Here's an example of how that works: Say a census block has a computed expected value of 'E' = 4, but the actual population reported by the census for the block is 32, or 8x the expected value. If that's the case, we can multiply all our relative density values by 8 to get actual densities.
The 'E' field values are computed in the script tool I provide, but if you want to compute by hand, here’s how.-
Add another double precision field to your table. Name it 'E'.
-
Compute it as the sum of each proportion column multiplied by its density value:
[P1] + 2 * [P2] + 5 * [P5] + 10 * [P10] + 50 * [P50]
-
This should appear as follows:
-
-
Again, the significance of the table created above is that it includes, for each census block, the conversion factor, namely the ration of E to actual population, to rescale the relative density values into actual density values, from which we can estimate population at the pixel level. So our next step is to do just that: convert our relative densities into actual densities.

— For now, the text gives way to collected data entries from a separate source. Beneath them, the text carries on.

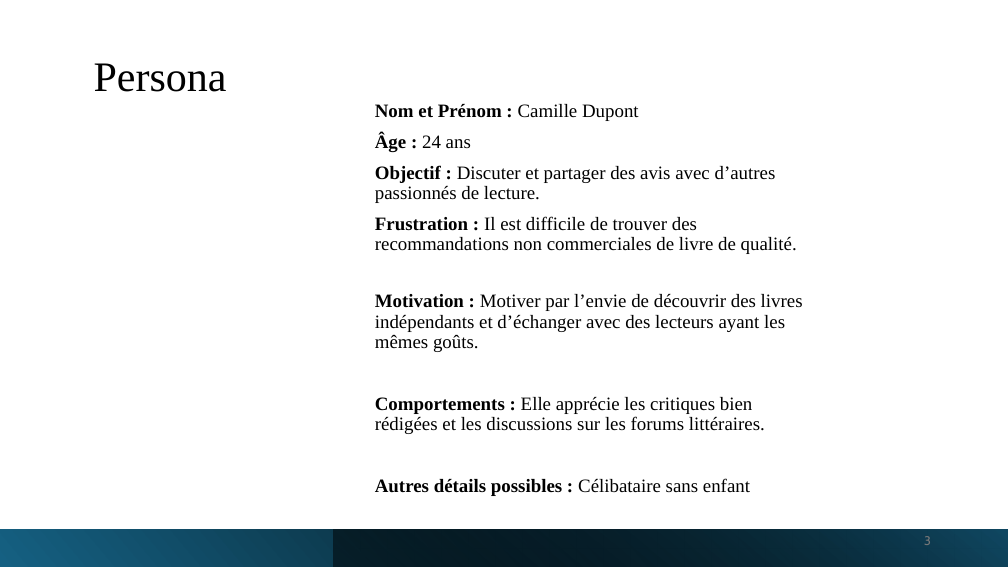
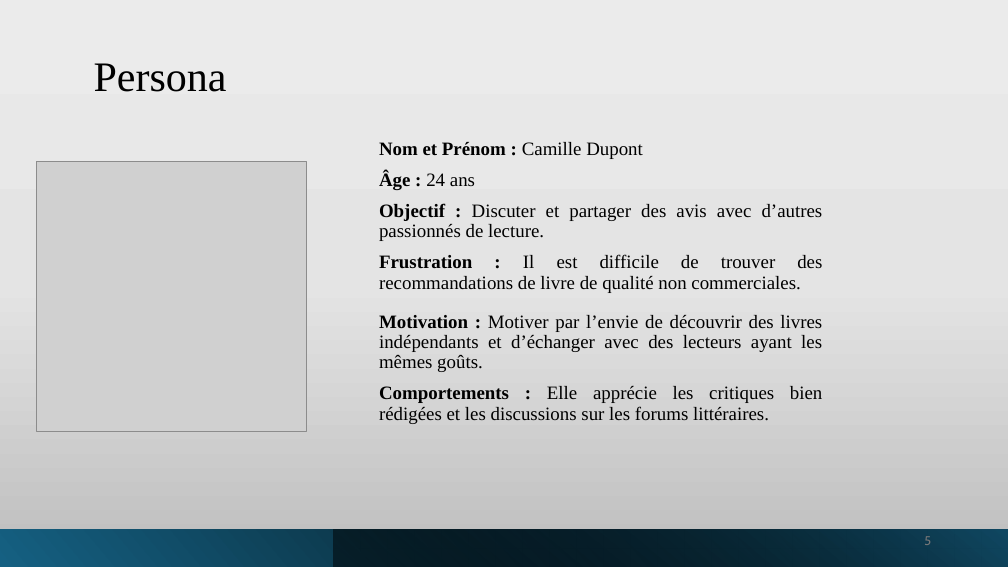
Before and after one commit to manelbenhamouda/projets-CDA, a slide deck: slide 5 of Diaporama_Haldan.pptx (slide 3 before the commit). Drawn at 1008x567 pixels with LibreOffice and Linux fonts; fonts in the diff are those of the drawing; grey boxes stand for pictures. Boxes give left, top, right and bottom in pixels: in the first picture for what was removed or moved away, otherwise in the second. Text is boxed around its words. In the diff, an @@ line names an element or a change of style, - is before the commit and + after.

```diff
--- a/Diaporama_Haldan.pptx
+++ b/Diaporama_Haldan.pptx
@@ background #FFFFFF to gradient #ECECEC to #E5E5E5 to #BEBEBE @@
@@ text "Nom et Prénom : Camille ...": place and size @@
-text "Nom et Prénom : Camille ..." at bbox=[375, 104, 797, 254]
+text "Nom et Prénom : Camille ..." at bbox=[379, 142, 823, 293]
@@ text at bbox=[379, 142, 823, 241]: alignment left to justified @@
@@ picture added at bbox=[36, 161, 307, 432] @@
@@ text at bbox=[379, 254, 822, 293]: text changed @@
-Frustration : Il est difficile de trouver des recommandations non commerciales de livre de qualité.
+Frustration : Il est difficile de trouver des recommandations de livre de qualité non commerciales.
@@ text "Motivation : Motiver par l’envie ...": place and size @@
-text "Motivation : Motiver par l’envie ..." at bbox=[375, 294, 803, 496]
+text "Motivation : Motiver par l’envie ..." at bbox=[379, 315, 823, 424]
@@ text "Motivation : Motiver par l’envie ..." at bbox=[379, 315, 823, 424]: alignment left to justified @@
@@ text at bbox=[375, 478, 750, 496]: paragraph removed @@
-Autres détails possibles : Célibataire sans enfant
```
Also in this commit, not shown: 7 other slides changed, 13 slides added.

Recalling the original equation: P = (R~A~*N/E)/A~T~, we compute P at the pixel level by applying the raster calculator on rasters for each component in the equation. P = ((R~A~*(P~A~/ P~A~))*N/E)/A~T~
-
We get R~A~ from the reclassified NLCD raster compute above
-
N is obtained by converting the block feature class to a raster on the population attribute.
-
E is converted to a raster by joining the dasyTbl to the blocks and converting that to a raster based on the E attribute.
-
And A~T~ is the Total column in the dasyTbl which we again join to the block attribute table and convert to raster.
And here are the step-by-step instructions:
-
First create a copy of your block feature class. We're going to write new attributes to its table, so it's best to do this on a copy of the original data… Use Copy Features for this process.
-
Next use the Join Field tool to append the TOTAL and E fields from the dasyTbl table to the copied Block features.
-
Use three instances of the Polygon to Raster tool to convert the block population (D001), TOTAL, and E fields to rasters. I'll refer to the outputs as "BlockPop", "Block_Tot", and "Block_E", respectively. Be sure to set the output cell size to the same as the Relative Densities raster (30).
-
Compute population in the Raster Calculator tool by multiplying the Relative Densities by the Block Population output and divide by the product of 'E' * 'TOTAL':
("%Relative densities%" * "%BlockPop%") / ("%BlocksE%" * "%Block_Total%")
-
This result gives the # people per m2, so to increase to pixels we multiply by the pixel area to represent people per 30 x 30 pixel:
("%Relative densities%" * "%BlockPop%") / ("%BlocksE%" * "%Block_Total%") *** 900**
And the result is population at a 30 x 30 m cell size created by dishing out the block level population across pixels within the block – assigning more population to pixels with a higher expected relative density!
Display your result as stretch values, setting pixels with zero population as a distinct color. How does it look? Pull in the CAFO data: how many folks are expected to reside near hog farms?